▸ What the exercise asks: Which lines in the records below hold the word "classes"? Copy each of them.

▸ Recorded data:

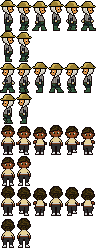
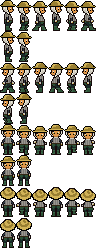
Revision of a layered 96px x 248px image; what changed, layer by layer:
showed "hair", painted on it over 0, 180, 96, 232
painted on "main_character" over 0, 124, 96, 247
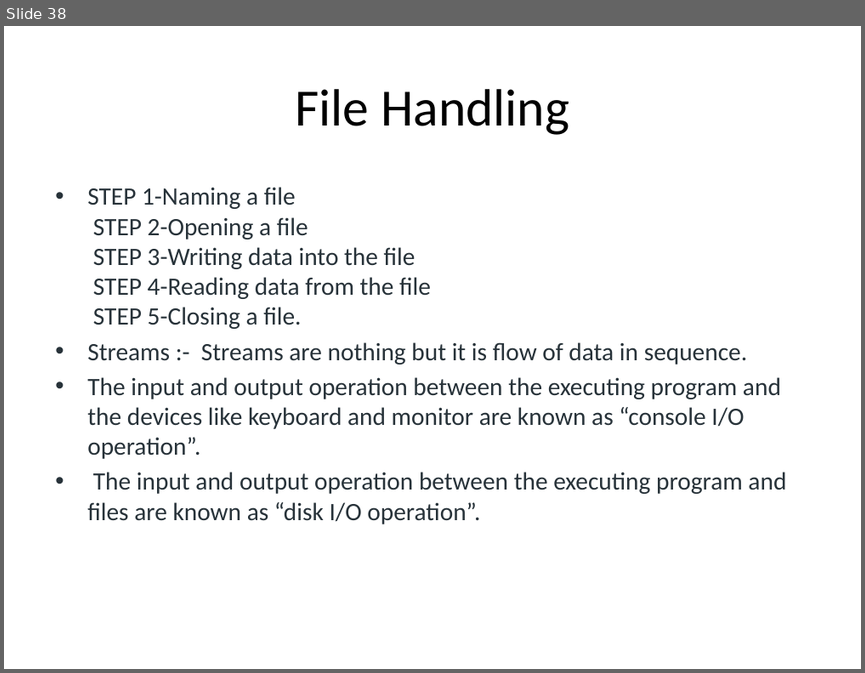
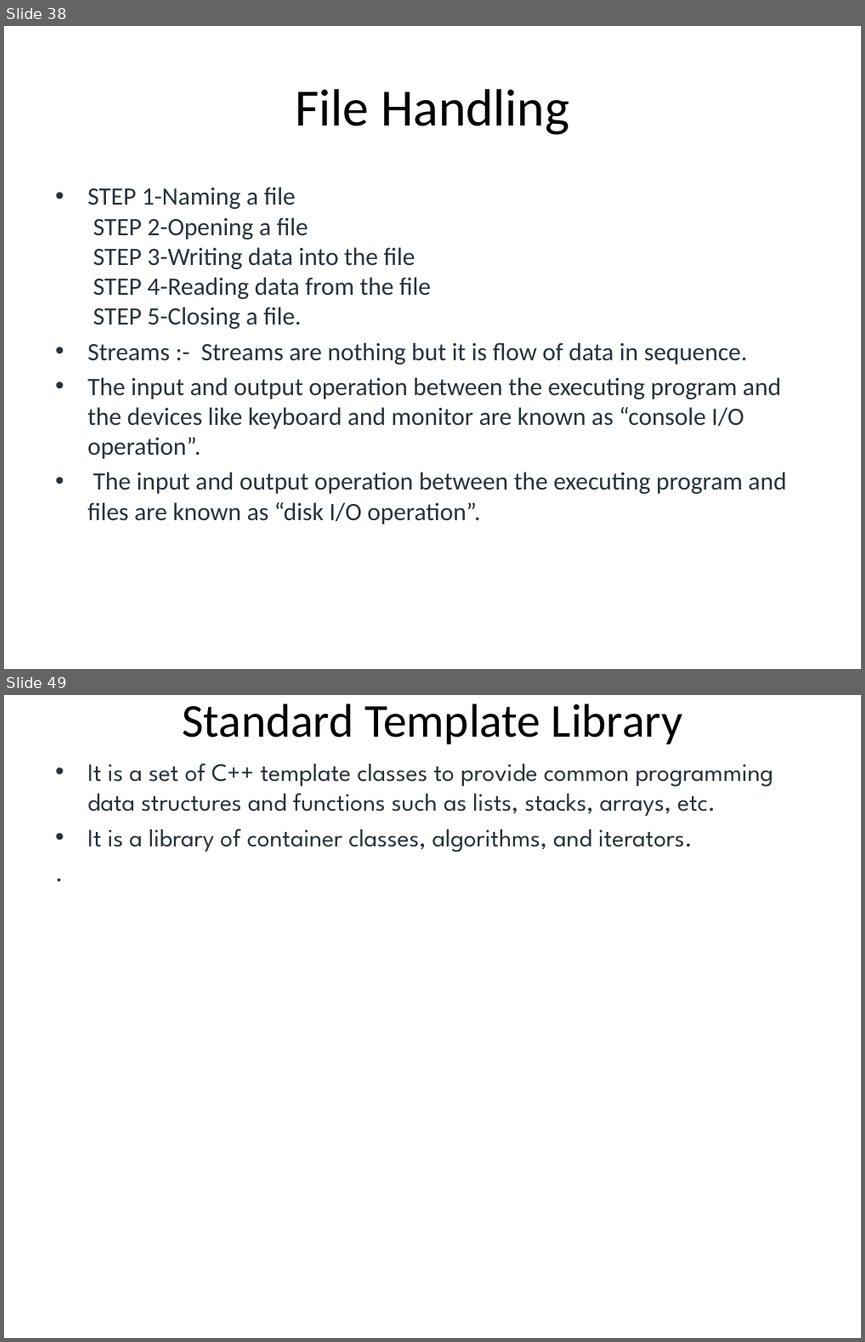
Before and after one commit to Bot-Anonymous/c-, a slide deck: c++.pptx. Shown one above the other, each under a label of ours: slide 38 before the commit, slides 38 and 49 after it; the slides between them are not shown. The pictures are 865x673 and 865x1342 pixels, drawn with LibreOffice and Linux fonts; fonts in the diff are those of the drawing. Boxes give left, top, right and bottom in pixels: in the first picture for what was removed or moved away, otherwise in the second. Text is boxed around its words. In the diff, an @@ line names an element or a change of style, - is before the commit and + after.

```diff
--- a/c++.pptx
+++ b/c++.pptx
@@ slide 49 added at [4, 695, 861, 1338], background #FFFFFF @@
@@ title added at [182, 703, 683, 744], 39.6 pt, text #000000 @@
+Standard Template Library
@@ text added at [87, 763, 773, 852], 21 pt, text #273239 @@
+• It is a set of C++ template classes to provide common programming data structures and functions such as lists, stacks, arrays, etc.
+• It is a library of container classes, algorithms, and iterators.
+.
```
Also in this commit, not shown: 13 other slides added, 20 other files.

▸ Result:
+• It is a set of C++ template classes to provide common programming data structures and functions such as lists, stacks, arrays, etc.
+• It is a library of container classes, algorithms, and iterators.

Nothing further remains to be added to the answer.